Friday, October 29, 2010

Beirut 39: collective voices of contemporary Arab writers

19th October

Beirut 39, a long-awaited enriching event, held on Tuesday evening at the impressive Manchester Town Hall. As I set foot in, I’m stood in awed stillness before the extravagant Town Hall entrance. I attempt not to appear too amazed, though I can’t resist taking glimpses of the ornate architecture; my eyes trace the sinuous curves of the arches and the intricate detail of the elegant surroundings (creating a classic sense of stepping back in time).

As I ascend the spiral staircase, I am led to the Lord Mayor’s Parlour; a luxurious room furnished with ruby red carpet, velvet chairs and encircled by portraits framed in gold. Manchester Literature Festival has certainly selected a memorable venue for our first-appearance guests of honour; Yasin Adnan from Morocco; Ala Hlehel from Palestine and Abdelkader Benali from the Netherlands.

For those who are unfamiliar, Beirut 39 is a unique and exciting anthology, presenting a keyhole into the contemporary Arab world; expressed through the eyes of thirty-nine freshly talented, award winning Arab writers. Collectively, the extracts attempt to unlock the keyhole, revealing the inner voice and presenting a real reflection on the contemporary day-to-day Arab life.

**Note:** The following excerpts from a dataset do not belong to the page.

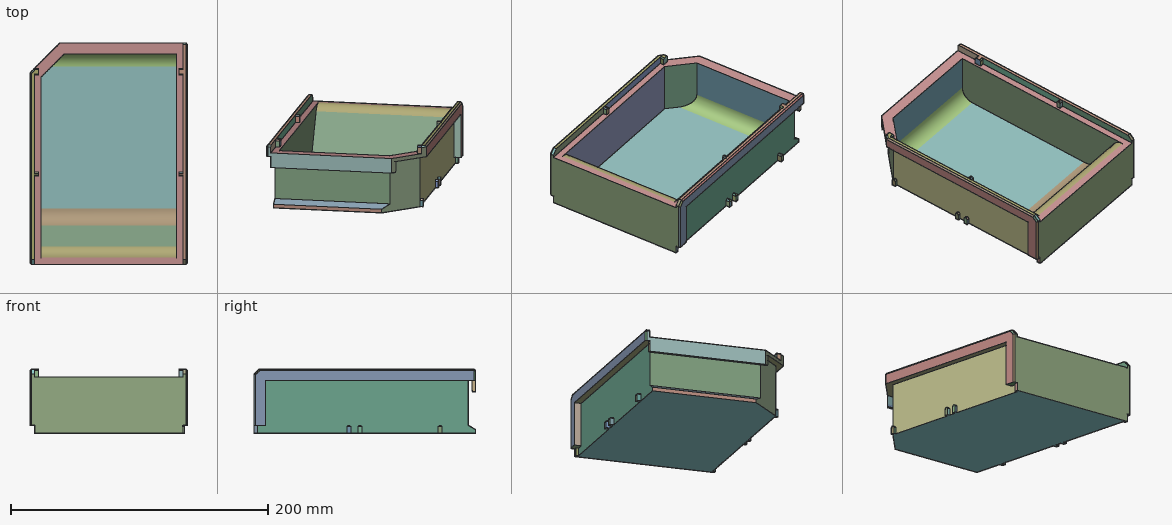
import cadquery as cq
import math

WIDTH = 122.5
LENGTH = 172.5
HEIGHT = 50.0

WALL = 3.0
RIM_TOP = 44.0
RIM_BOTTOM = RIM_TOP - WALL
CAVITY_INSET = 8.65
BODY_INSET = CAVITY_INSET - WALL
CORNER_CUT = 23.3
CAVITY_CORNER_CUT = 35.3
BODY_CORNER_CUT = CAVITY_CORNER_CUT - WALL * math.sqrt(2)

CAVITY_FRONT = 5.2
CAVITY_BACK = LENGTH - CAVITY_INSET
BACK_RADIUS = 10.0
LIP_RADIUS = 10.0
SLOPE_RADIUS = 15.0
SLOPE_ANGLE = math.radians(60)

FLANGE = 3.5
FLANGE_BEVEL = 1.2
FLANGE_FRONT_CUT = 4.0
FLANGE_LEG = 9.2
SKIRT_BOTTOM = 6.25

LIP_BOTTOM = 32.3
LIP_TIP_RELIEF = 0.5
LIP_TIP_HEIGHT = 1.6
FOOT_EDGE = 3.0

STOP_REACH = 3.25
STOP_BEVEL = 1.0
STOPS = ((147.4, 5.3), (68.8, 3.1))

LUG_WIDTH = 3.1
LUG_BEVEL = 1.1
LUG_FRONTS = (143.4, 80.9, 72.3)
LEFT_LUG_INSET = FLANGE
RIGHT_LUG_INSET = 2.3


def block(x0, x1, y0, y1, z0, z1):
    """Box between two opposite corners."""
    return cq.Workplane("XY").box(x1 - x0, y1 - y0, z1 - z0, centered=False).translate((x0, y0, z0))


def side_profile(x0, x1, points):
    """Solid between two X positions from a polygon of (Y, Z) points."""
    return cq.Workplane("YZ").workplane(offset=x0).polyline(points).close().extrude(x1 - x0)


def corner_wedge(cut):
    """Full-height wedge that trims the back left corner at 45 degrees."""
    corner = [(0, LENGTH), (cut, LENGTH), (0, LENGTH - cut)]
    return cq.Workplane("XY").polyline(corner).close().extrude(HEIGHT)


def mirrored(solid):
    """Copy reflected to the opposite side of the tray."""
    return solid.mirror("YZ", (WIDTH / 2, 0, 0))


def make_body():
    """Solid block of the tray with a sloped foot along its back."""
    back = LENGTH - BODY_INSET
    outline = [
        (0, 0),
        (LENGTH, 0),
        (LENGTH, FOOT_EDGE),
        (back, SKIRT_BOTTOM),
        (back, RIM_TOP),
        (0, RIM_TOP),
    ]
    return side_profile(BODY_INSET, WIDTH - BODY_INSET, outline).cut(corner_wedge(BODY_CORNER_CUT))


def make_front_plate():
    """Front wall, wider than the body."""
    return block(FLANGE, WIDTH - FLANGE, 0, WALL, 0, RIM_TOP)


def make_rim():
    """Rim plate with a downward lip along the back, relieved inside its tip."""
    lip_inner = LENGTH - WALL
    outline = [
        (0, RIM_BOTTOM),
        (lip_inner, RIM_BOTTOM),
        (lip_inner, LIP_BOTTOM + LIP_TIP_HEIGHT),
        (lip_inner + LIP_TIP_RELIEF, LIP_BOTTOM),
        (LENGTH, LIP_BOTTOM),
        (LENGTH, RIM_TOP),
        (0, RIM_TOP),
    ]
    return side_profile(FLANGE, WIDTH - FLANGE, outline).cut(corner_wedge(CORNER_CUT))


def make_flange():
    """Left flange: a strip along the rim with a leg down the front corner."""
    outline = [
        (0, SKIRT_BOTTOM),
        (FLANGE_LEG, SKIRT_BOTTOM),
        (FLANGE_LEG, RIM_BOTTOM),
        (LENGTH, RIM_BOTTOM),
        (LENGTH, HEIGHT - FLANGE_BEVEL),
        (LENGTH - FLANGE_BEVEL, HEIGHT),
        (FLANGE_FRONT_CUT, HEIGHT),
        (0, HEIGHT - FLANGE_FRONT_CUT),
    ]
    strip = side_profile(0, FLANGE, outline)
    outer_edges = strip.faces("<X").edges(">Z or <Y or >Y or (not (|Y or |Z))")
    strip = outer_edges.chamfer(FLANGE_BEVEL)
    leg_web = block(FLANGE, BODY_INSET, 0, FLANGE_LEG, SKIRT_BOTTOM, RIM_TOP)
    return strip.union(leg_web)


def make_left_flange():
    """Left flange trimmed by the cut corner, with its new end bevelled on top."""
    trimmed = make_flange().cut(corner_wedge(CORNER_CUT))
    return trimmed.faces("<(1,-1,0)").edges(">Z").chamfer(FLANGE_BEVEL)


def make_stops():
    """Bevelled stops standing on the rim against the left flange."""
    stops = cq.Workplane("XY")
    for front, length in STOPS:
        stop = block(FLANGE, FLANGE + STOP_REACH, front, front + length, RIM_BOTTOM, HEIGHT)
        stops = stops.union(stop.edges("|X and >Z").chamfer(STOP_BEVEL))
    return stops


def make_lugs(inset, bevelled_edges):
    """Bevelled lugs on the left wall, ending at the given inset from the side."""
    lugs = cq.Workplane("XY")
    for front in LUG_FRONTS:
        lug = block(inset, CAVITY_INSET, front, front + LUG_WIDTH, 0, SKIRT_BOTTOM)
        lugs = lugs.union(lug.edges(bevelled_edges).chamfer(LUG_BEVEL))
    return lugs


def make_cavity():
    """Hollow of the tray: rounded back, flat floor and a front slope eased into the rim."""
    sin_a = math.sin(SLOPE_ANGLE)
    cos_a = math.cos(SLOPE_ANGLE)
    sin_half = math.sin(SLOPE_ANGLE / 2)
    cos_half = math.cos(SLOPE_ANGLE / 2)
    slope_top = (CAVITY_FRONT + LIP_RADIUS * sin_a, RIM_TOP - LIP_RADIUS * (1 - cos_a))
    lip_middle = (CAVITY_FRONT + LIP_RADIUS * sin_half, RIM_TOP - LIP_RADIUS * (1 - cos_half))
    slope_bottom_z = WALL + SLOPE_RADIUS * (1 - cos_a)
    slope_bottom_y = slope_top[0] + (slope_top[1] - slope_bottom_z) / math.tan(SLOPE_ANGLE)
    floor_front = slope_bottom_y + SLOPE_RADIUS * sin_a
    bend_middle = (floor_front - SLOPE_RADIUS * sin_half, WALL + SLOPE_RADIUS * (1 - cos_half))
    back_middle_y = CAVITY_BACK - BACK_RADIUS * (1 - math.sin(math.pi / 4))
    back_middle_z = WALL + BACK_RADIUS * (1 - math.cos(math.pi / 4))

    cavity = (
        cq.Workplane("YZ")
        .workplane(offset=CAVITY_INSET)
        .moveTo(CAVITY_FRONT, RIM_TOP)
        .threePointArc(lip_middle, slope_top)
        .lineTo(slope_bottom_y, slope_bottom_z)
        .threePointArc(bend_middle, (floor_front, WALL))
        .lineTo(CAVITY_BACK - BACK_RADIUS, WALL)
        .threePointArc((back_middle_y, back_middle_z), (CAVITY_BACK, WALL + BACK_RADIUS))
        .lineTo(CAVITY_BACK, RIM_TOP)
        .close()
        .extrude(WIDTH - 2 * CAVITY_INSET)
    )
    return cavity.cut(corner_wedge(CAVITY_CORNER_CUT))


tray = make_body().union(make_front_plate()).union(make_rim()).cut(make_cavity())
flanges = make_left_flange().union(mirrored(make_flange()))
stops = make_stops().union(mirrored(make_stops()))
left_lugs = make_lugs(LEFT_LUG_INSET, "|X and >Z")
right_lugs = mirrored(make_lugs(RIGHT_LUG_INSET, "(|X and >Z) or (<X and >Z)"))

tray = tray.union(flanges).union(stops).union(left_lugs).union(right_lugs)
result = tray.translate((-WIDTH / 2, 0, 0))

On arrival, visitors crowd around the Waterstone’s bookstall, making sure they grab their personal copy of Beirut 39.

Meanwhile, some visitors promptly head for a comfortable front-row seat. Cathy Bolton does the honours, she briefly explains the event is organised jointly by the Manchester Literature Festival, in association with Literature Across Frontiers. Cathy swiftly hands it over to the chair, Claire Armistead (Literary Editor of the Guardian) who warmly welcomes the three representatives of Beirut 39. Before the guests can shed any light on their account, Claire points out that Beirut 39 is written originally in Arabic and translated in English by Samuel Shimon.

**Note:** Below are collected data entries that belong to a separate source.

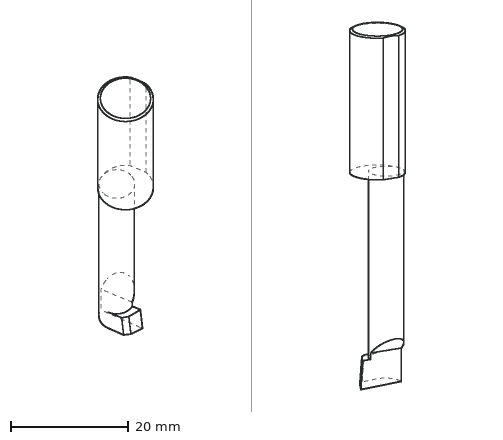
import cadquery as cq
import math

total_length = 63.5

shank_radius = 4.75
shank_length = 25.4
shank_bottom = total_length - shank_length
flat_distance = 4.5
chamfer_width = 0.475
chamfer_height = 0.25

neck_radius = 3.05
neck_x = neck_radius - shank_radius

relief_height = 6.2
runout_height = 2.8

tooth_height = 5.1
tip_x = 3.3
flank_lean = 0.41
front_edge_x = 1.3
flank_edge_x = 2.2
flank_edge_y = -2.2
end_angle_x = 2.0
end_angle_y = 6.0
margin = 3.2


def make_shank():
    shank = cq.Workplane("XZ").polyline([
        (0, shank_bottom),
        (shank_radius, shank_bottom),
        (shank_radius, total_length - chamfer_height),
        (shank_radius - chamfer_width, total_length),
        (0, total_length),
    ]).close().revolve(360, (0, 0, 0), (0, 1, 0))
    beyond_flat = cq.Workplane("XY").box(
        2 * shank_radius, shank_radius, shank_length, centered=(True, False, False)
    ).translate((0, flat_distance, shank_bottom))
    return shank.cut(beyond_flat)


def make_neck():
    neck = cq.Workplane("XY").center(neck_x, 0).circle(neck_radius).extrude(shank_bottom)
    relief = (
        cq.Workplane("YZ")
        .polyline([
            (0, 0),
            (0, relief_height),
            (neck_radius, relief_height + runout_height),
            (neck_radius, 0),
        ])
        .close()
        .extrude(neck_radius, both=True)
        .translate((neck_x, 0, 0))
    )
    return neck.cut(relief)


def tooth_section(z, lean):
    """Closed outline of the tooth at height z, with its flank moved inward by lean."""
    return cq.Wire.makePolygon([
        cq.Vector(neck_x, 0, z),
        cq.Vector(neck_x, -neck_radius, z),
        cq.Vector(front_edge_x - lean, -neck_radius, z),
        cq.Vector(flank_edge_x - lean, flank_edge_y, z),
        cq.Vector(tip_x - lean, 0, z),
    ], close=True)


def make_tooth():
    sections = [tooth_section(0, 0), tooth_section(tooth_height, flank_lean)]
    return cq.Workplane(cq.Solid.makeLoft(sections, True))


def make_end_waste():
    """Block below the sloping end face, which passes through the tip of the tooth."""
    normal = (math.tan(math.radians(end_angle_x)), math.tan(math.radians(end_angle_y)), 1)
    end_plane = cq.Plane(origin=(tip_x, 0, 0), xDir=(1, 0, -normal[0]), normal=normal)
    size = 4 * shank_radius + margin
    return cq.Workplane(end_plane).rect(size, size).extrude(-margin)


result = make_shank().union(make_neck()).union(make_tooth()).cut(make_end_waste())

First up is Ala Hlehel, a Palestinian award-winning writer. The audience listens intently as Ala presents his reading of “The story writer”. Absorbed, we learn that Ala’s story is deep-rooted in political conflict and culture. I’m deeply moved by the poignant ending as are others in the audience. The protagonist gets an inspiration to write after his moment of revelation; “It’s not right that you’re a school boy and do not carry a pen.” Claire reiterates, "Ala writes about normal people in extraordinary situations.”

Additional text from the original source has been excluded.